* [Prompt] If a line in the entries includes "combined", show that line.

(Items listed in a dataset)
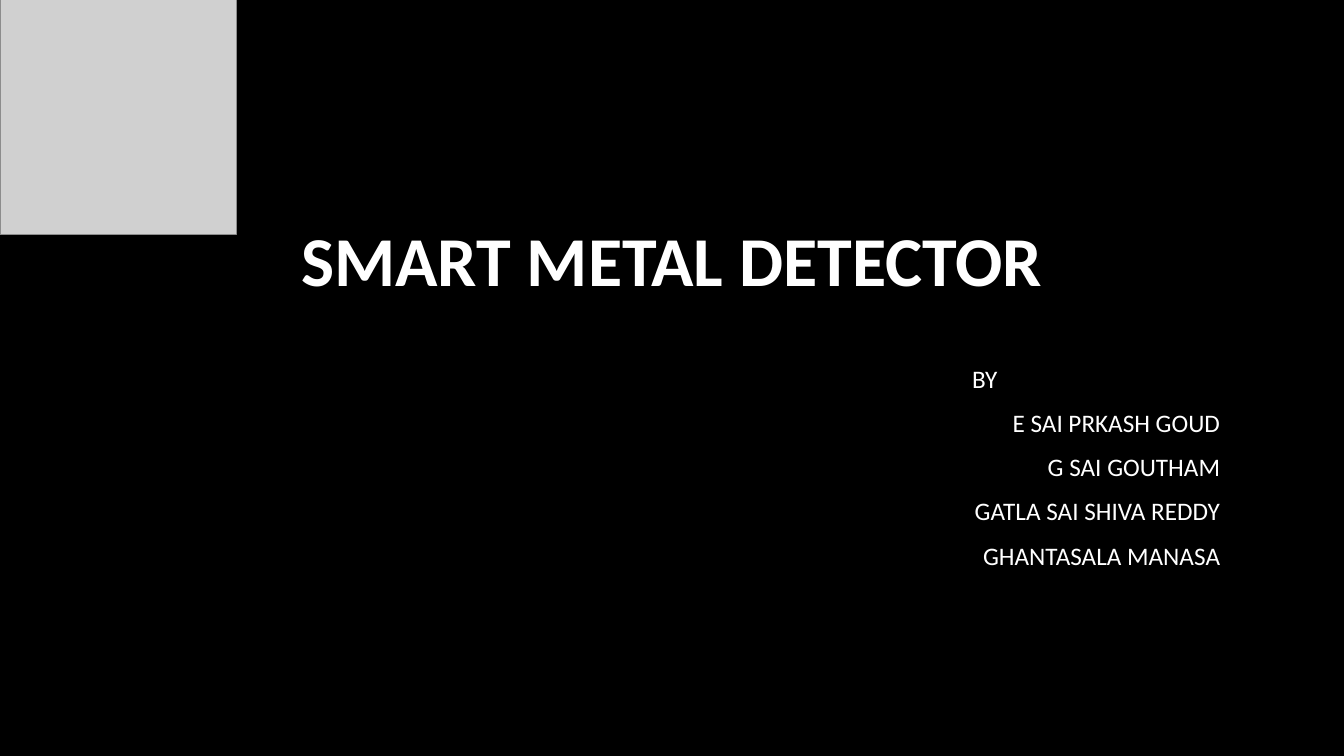
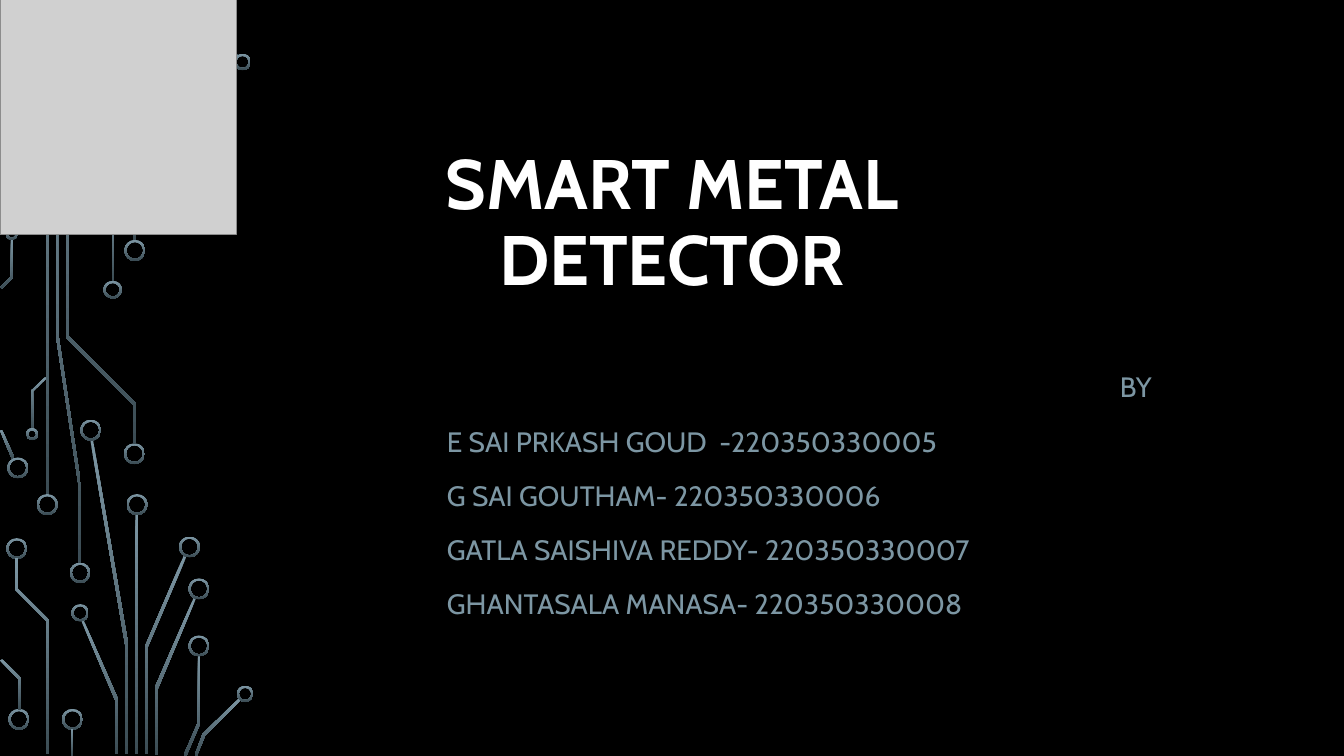
Before and after one commit to Saishivareddy/Smart-Metal-Detection, a slide deck: slide 1 of smart METAL Detector.pptx. Drawn at 1344x756 pixels with LibreOffice and Linux fonts; fonts in the diff are those of the drawing; grey boxes stand for pictures; background and template pictures are left out. Boxes give left, top, right and bottom in pixels: in the first picture for what was removed or moved away, otherwise in the second. Text is boxed around its words. In the diff, an @@ line names an element or a change of style, - is before the commit and + after.

```diff
--- a/smart METAL Detector.pptx
+++ b/smart METAL Detector.pptx
@@ title "SMART METAL DETECTOR" at bbox=[446, 159, 898, 286]: font Calibri to Cabin; line spacing 1 to 0.9 @@
@@ subtitle at bbox=[1120, 377, 1152, 397]: size 18 to 20 pt, font Calibri to Cabin, text colour #FFFFFF to #7C96A3 in "BY"; line spacing 1 to 1.2 @@
@@ subtitle at bbox=[447, 432, 969, 615]: text changed; size 18 to 20 pt; font Calibri to Cabin; text colour #FFFFFF to #7C96A3 @@
-E SAI PRKASH GOUD
-G SAI GOUTHAM
-GATLA SAI SHIVA REDDY
-GHANTASALA MANASA
+E SAI PRKASH GOUD -220350330005
+G SAI GOUTHAM- 220350330006
+GATLA SAISHIVA REDDY- 220350330007
+GHANTASALA MANASA- 220350330008
@@ group added at bbox=[0, 1, 254, 756]: 34 freeform shapes, 4 rectangles @@
```
Also in this commit, not shown: 9 other slides changed, 10 slides added, 2 slides removed.
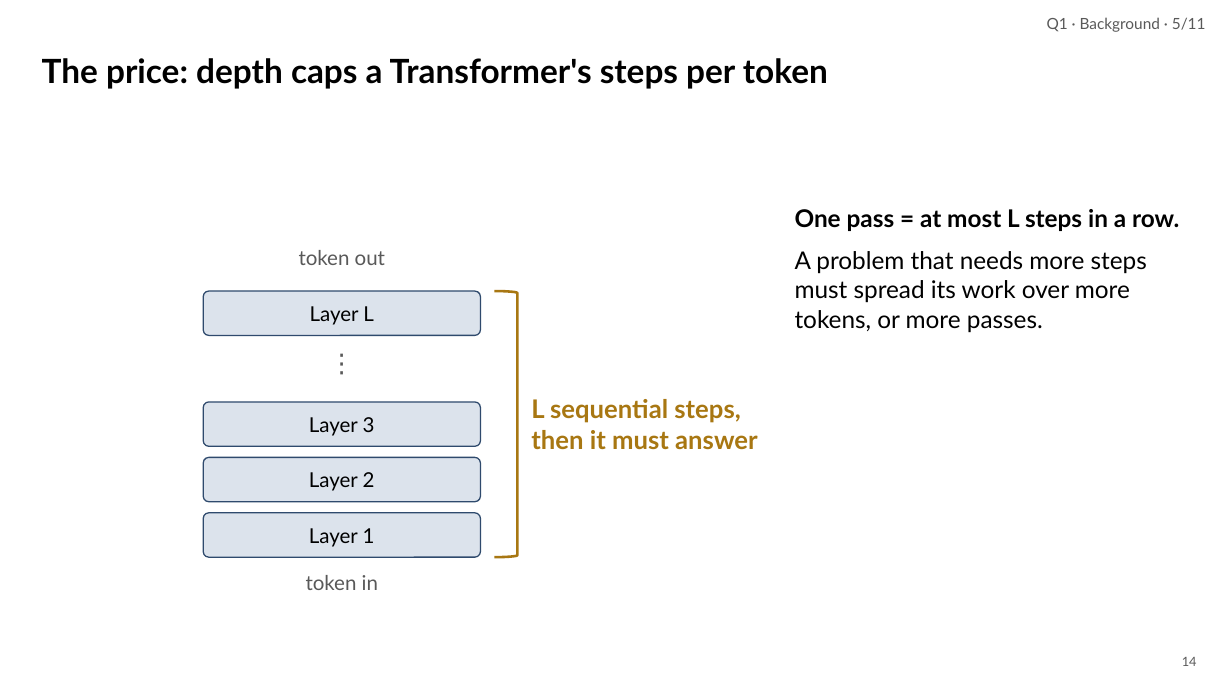
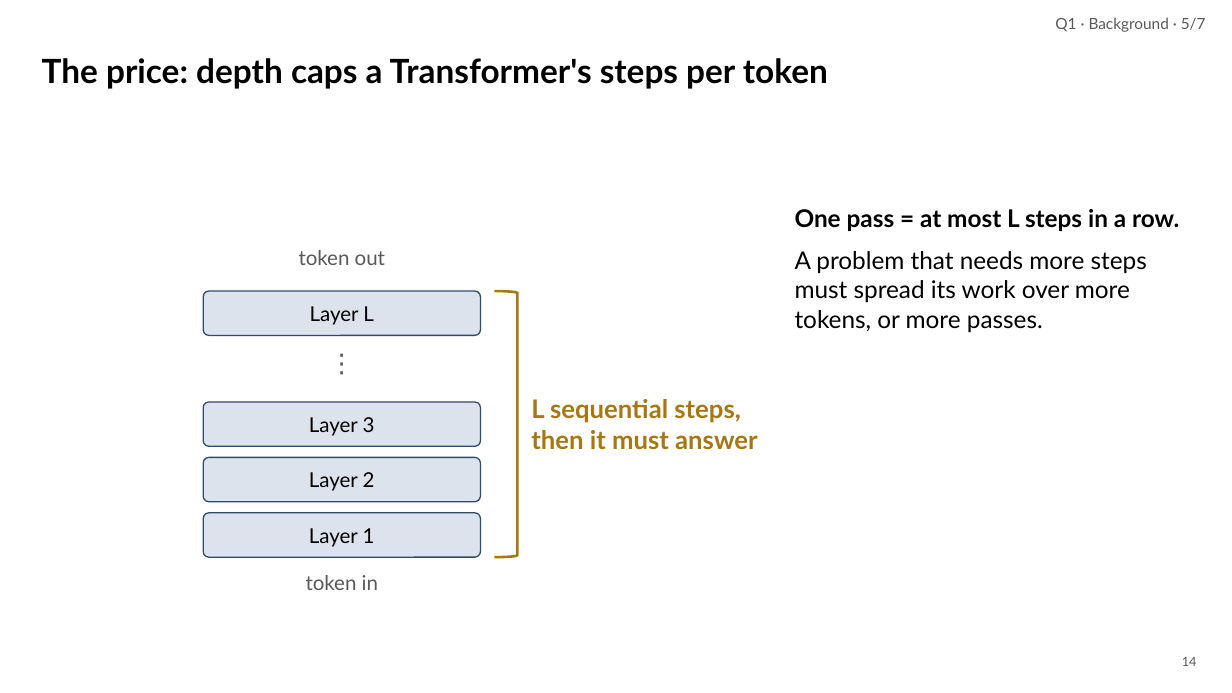
Before and after one commit to irregular6612/agi-hw2, a slide deck: slide 14 of build/out/looped-transformers.pptx. Drawn at 1232x693 pixels with LibreOffice and Linux fonts; fonts in the diff are those of the drawing. Boxes give left, top, right and bottom in pixels: in the first picture for what was removed or moved away, otherwise in the second. Text is boxed around its words. In the diff, an @@ line names an element or a change of style, - is before the commit and + after.

```diff
--- a/build/out/looped-transformers.pptx
+++ b/build/out/looped-transformers.pptx
@@ text at (x1=1055, y1=17, x2=1206, y2=32): text changed @@
-Q1 · Background · 5/11
+Q1 · Background · 5/7
```
Also in this commit, not shown: 21 other slides changed, 2 slides added, 5 slides removed, 13 other files.
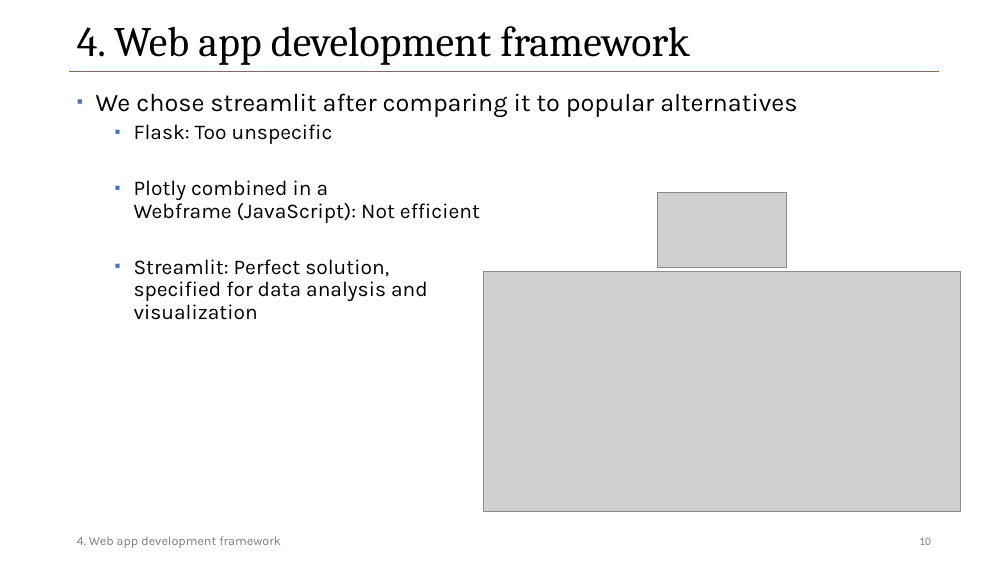
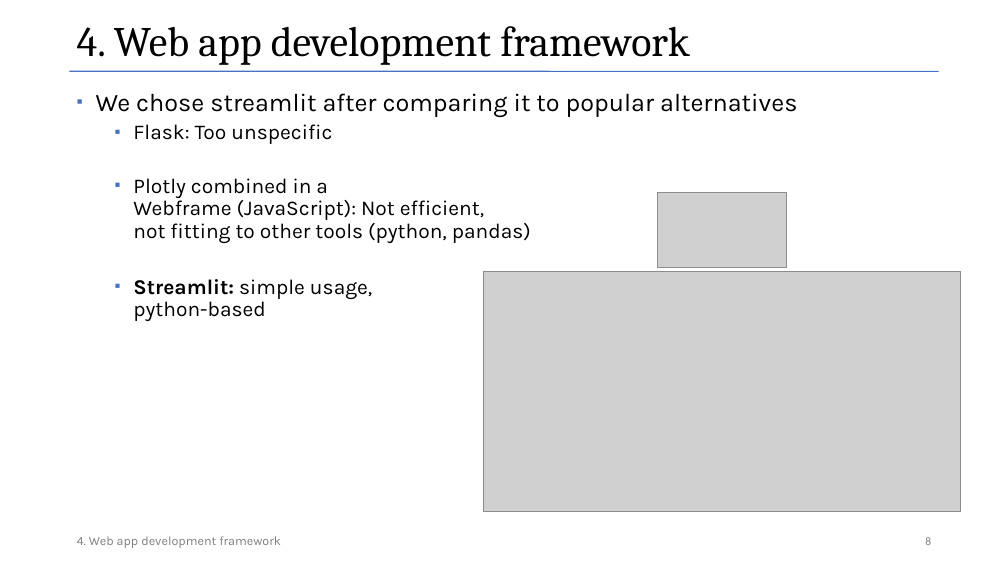
Before and after one commit to Data-Challenge-Team-8/data_challenge_team_8, a slide deck: slide 8 of presentation_task1/presentation_1_data_challenges_v02.pptx (slide 10 before the commit). Drawn at 1008x567 pixels with LibreOffice and Linux fonts; fonts in the diff are those of the drawing; grey boxes stand for pictures. Boxes give left, top, right and bottom in pixels: in the first picture for what was removed or moved away, otherwise in the second. Text is boxed around its words. In the diff, an @@ line names an element or a change of style, - is before the commit and + after.

```diff
--- a/presentation_task1/presentation_1_data_challenges_v02.pptx
+++ b/presentation_task1/presentation_1_data_challenges_v02.pptx
@@ text at [133,178,531,321]: text changed @@
-  ▪ Plotly combined in a
-    Webframe (JavaScript): Not efficient
-  ▪ Streamlit: Perfect solution,
-    specified for data analysis and
-    visualization
+  ▪ Plotly combined in a
+    Webframe (JavaScript): Not efficient,
+    not fitting to other tools (python, pandas)
+  ▪ Streamlit: simple usage,
+    python-based
@@ page number at [925,537,931,545]: text changed @@
-10
+8
```
Also in this commit, not shown: 8 other slides changed, 4 slides removed, 11 other files.

* [Your solution]
-  ▪ Plotly combined in a
+  ▪ Plotly combined in a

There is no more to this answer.